EXERCISE AIM:
Omit the images, then print each record below exactly as it reads.

[Stored dataset items]
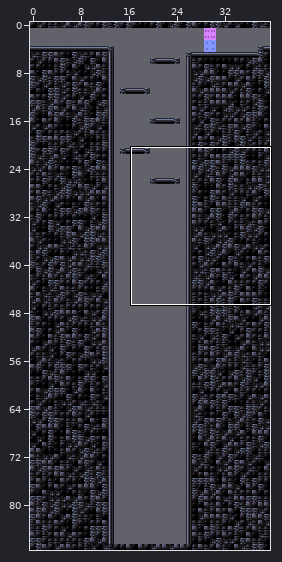
Tiled map -- asset/room_1.tmx. Above, an overview of the earlier version with the close-up marked.
Close-up. Old version:
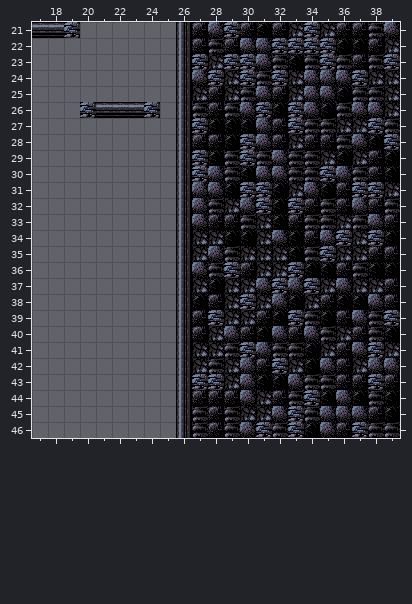
Cells are 16x16 px. Shown: x 17..39, y 21..46.
And afterwards:
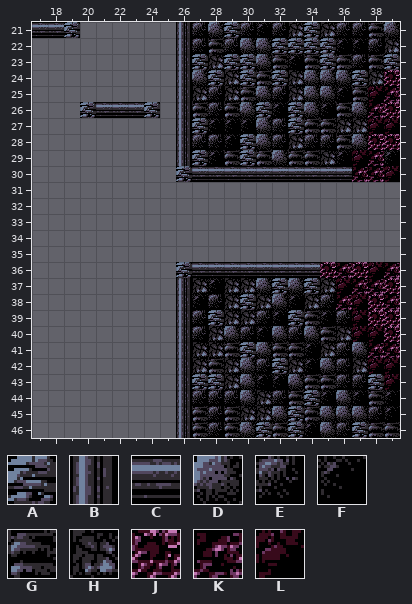
Key: from "tileset": A 0 "Tile", B 1 "Tile", C 2 "Tile", D 3 "Tile", E 4 "Tile", F 5 "Tile", G 32 "Tile", H 33 "Tile", J 34 "Tile", K 35 "Tile", L 36 "Tile".
_ is an empty cell, . an unchanged one.
From old to new:
--- layer "collision"
@@ x 26..39 @@
-24 .............H
-25 ............GH
-26 ............DH
-27 ............AG
-28 ............FA
-29 ...........HE.
-30 BADGFDDGGADGEF
-31 BDDFAAFHDFEAAH
-32 BDGHDAFAEGEDEG
-33 BDEEGHFEGGHGDE
-34 BHHFFHDFEDAHAF
-35 BHDGHHHFGAHHEE
-36 BDGAEHHAFFEGFF
-37 ..........DHHE
-38 ..........FFDE
-39 ...........DGA
-40 ...........EGF
-41 ............AH
-42 ............DD
-43 .............E
+24 .............J
+25 ............LK
+26 ............KJ
+27 ............LL
+28 ............JJ
+29 ...........LK.
+30 ACCCCCCCCCCKKL
+31 ______________
+32 ______________
+33 ______________
+34 ______________
+35 ______________
+36 ACCCCCCCCJKJLK
+37 ..........LKKJ
+38 ..........KLJK
+39 ...........LJJ
+40 ...........LLJ
+41 ............KK
+42 ............LL
+43 .............L
Pixel boxes of the changes (left, top, right, bottom) in both close-ups:
changed: (176, 70, 400, 390)

SOLUTION TO THIS PROBLEM:
Tiled map -- asset/room_1.tmx. Above, an overview of the earlier version with the close-up marked.
Close-up. Old version:
Cells are 16x16 px. Shown: x 17..39, y 21..46.
And afterwards:
Key: from "tileset": A 0 "Tile", B 1 "Tile", C 2 "Tile", D 3 "Tile", E 4 "Tile", F 5 "Tile", G 32 "Tile", H 33 "Tile", J 34 "Tile", K 35 "Tile", L 36 "Tile".
_ is an empty cell, . an unchanged one.
From old to new:
--- layer "collision"
@@ x 26..39 @@
-24 .............H
-25 ............GH
-26 ............DH
-27 ............AG
-28 ............FA
-29 ...........HE.
-30 BADGFDDGGADGEF
-31 BDDFAAFHDFEAAH
-32 BDGHDAFAEGEDEG
-33 BDEEGHFEGGHGDE
-34 BHHFFHDFEDAHAF
-35 BHDGHHHFGAHHEE
-36 BDGAEHHAFFEGFF
-37 ..........DHHE
-38 ..........FFDE
-39 ...........DGA
-40 ...........EGF
-41 ............AH
-42 ............DD
-43 .............E
+24 .............J
+25 ............LK
+26 ............KJ
+27 ............LL
+28 ............JJ
+29 ...........LK.
+30 ACCCCCCCCCCKKL
+31 ______________
+32 ______________
+33 ______________
+34 ______________
+35 ______________
+36 ACCCCCCCCJKJLK
+37 ..........LKKJ
+38 ..........KLJK
+39 ...........LJJ
+40 ...........LLJ
+41 ............KK
+42 ............LL
+43 .............L
Pixel boxes of the changes (left, top, right, bottom) in both close-ups:
changed: (176, 70, 400, 390)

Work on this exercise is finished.